Knight arrived in Beloit  in 1951, when he was seventeen years old. He immediately applied for a job at Fairbanks Morse, but was initially turned away because he was too young. Two months later, Knight returned on his exact eighteenth birthday, and started work at the Fairbanks Morse foundry the very next day. Work in the foundry was grueling – high temperatures, molten metal, menial labor. Knight immediately decided that this was not the job he was going to do for the rest of his life, and enrolled in vocational school at Blackhawk Technical College. After a year or two in the foundry, Knight moved into a more skilled position in the machine shop, and remained at Fairbanks Morse for twenty-five years.

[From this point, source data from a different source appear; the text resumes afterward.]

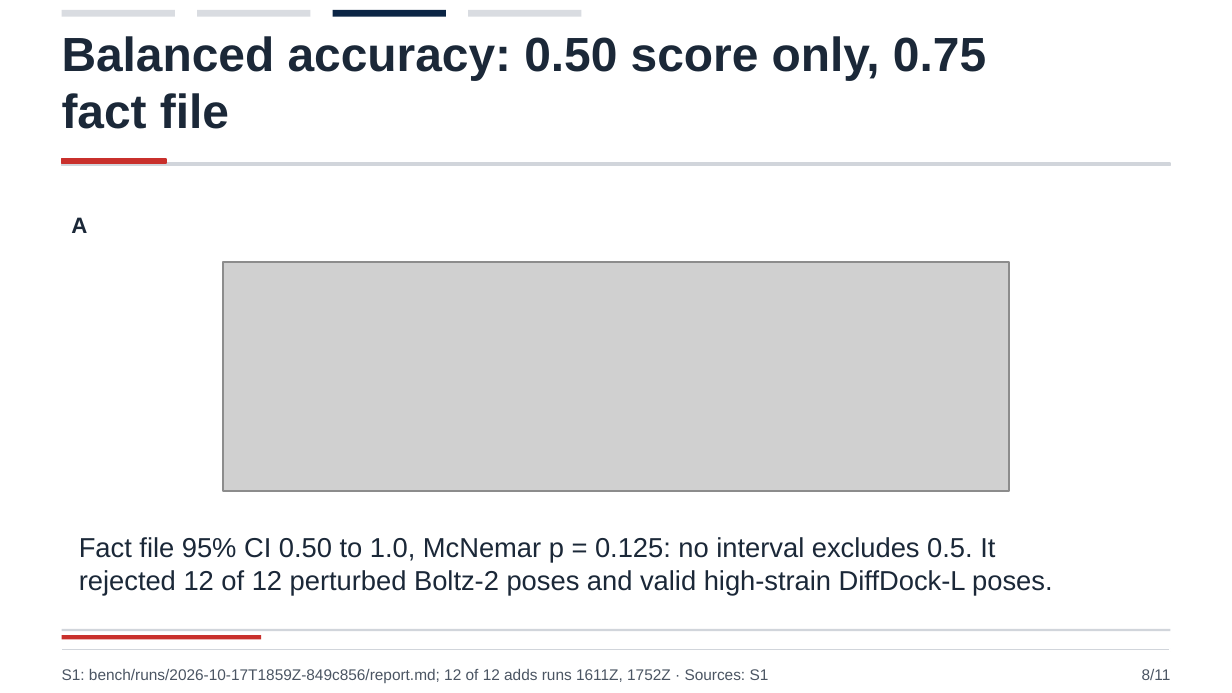
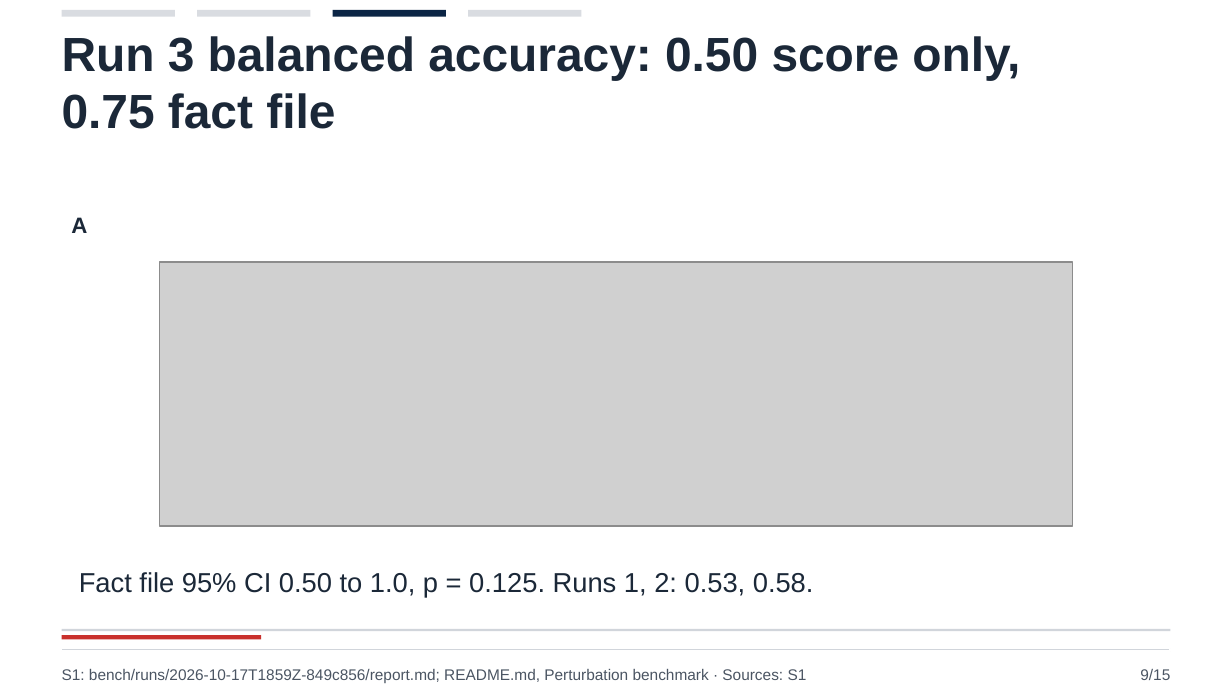
Before and after one commit to persistentepiphany/harness-hackathon, a slide deck: slide 9 of media/deck/dock-harness.pptx (slide 8 before the commit). Drawn at 1232x693 pixels with LibreOffice and Linux fonts; fonts in the diff are those of the drawing; grey boxes stand for pictures. Boxes give left, top, right and bottom in pixels: in the first picture for what was removed or moved away, otherwise in the second. Text is boxed around its words. In the diff, an @@ line names an element or a change of style, - is before the commit and + after.

Commit message:
deck: twelve-pose slide, models slide, verified references and figure sources

```diff
--- a/media/deck/dock-harness.pptx
+++ b/media/deck/dock-harness.pptx
@@ text at [62,36,1020,129]: text changed @@
-Balanced accuracy: 0.50 score only, 0.75
-fact file
+Run 3 balanced accuracy: 0.50 score only,
+0.75 fact file
@@ rectangle removed at [62,164,1170,166] @@
@@ rectangle removed at [62,159,166,164] @@
@@ picture: place and size @@
-picture at [223,262,1009,492]
+picture at [159,262,1072,526]
@@ text at [79,572,814,598]: text changed @@
-Fact file 95% CI 0.50 to 1.0, McNemar p = 0.125: no interval excludes 0.5. It
-rejected 12 of 12 perturbed Boltz-2 poses and valid high-strain DiffDock-L poses.
+Fact file 95% CI 0.50 to 1.0, p = 0.125. Runs 1, 2: 0.53, 0.58.
@@ text at [62,669,807,683]: text changed @@
-S1: bench/runs/2026-10-17T1859Z-849c856/report.md; 12 of 12 adds runs 1611Z, 1752Z · Sources: S1
+S1: bench/runs/2026-10-17T1859Z-849c856/report.md; README.md, Perturbation benchmark · Sources: S1
@@ text at [1140,669,1170,680]: text changed @@
-8/11
+9/15
```
Also in this commit, not shown: 8 other slides changed, 6 slides added, 2 slides removed, 24 other files.
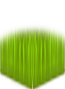
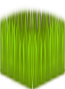
Comparing the layer stacks of the two 65x89 images. Changes:
pixels changed over [0, 5, 65, 55] (layer not identified)

Knight only dated one girl in Beloit – Sadie Brown, who became his wife. Although he already knew her brother from work at the foundry, Knight met Brown properly during a singing contest at Emmanuel Baptist Church. The couple went on to have four daughters, who produced thirteen grandchildren among them, resulting in around twenty-five great-grandchildren. In addition to this impressive legacy, Knight became Beloit’s first ever Black city councillor, in 1972. He remained on the council for thirteen and a half years, two of which as vice president, and another two as president. Prior to his tenure on city council. Knight served the city in his spare time by fighting Northern segregation. Knight, his brother-in-law, and another friend exposed discrimination in local businesses, assisting in the closure of one prejudiced restaurant, and kickstarting the desegregation of another. In November 2018, the Portland avenue bridge was named in honor of Walter Knight, and his service to Beloit.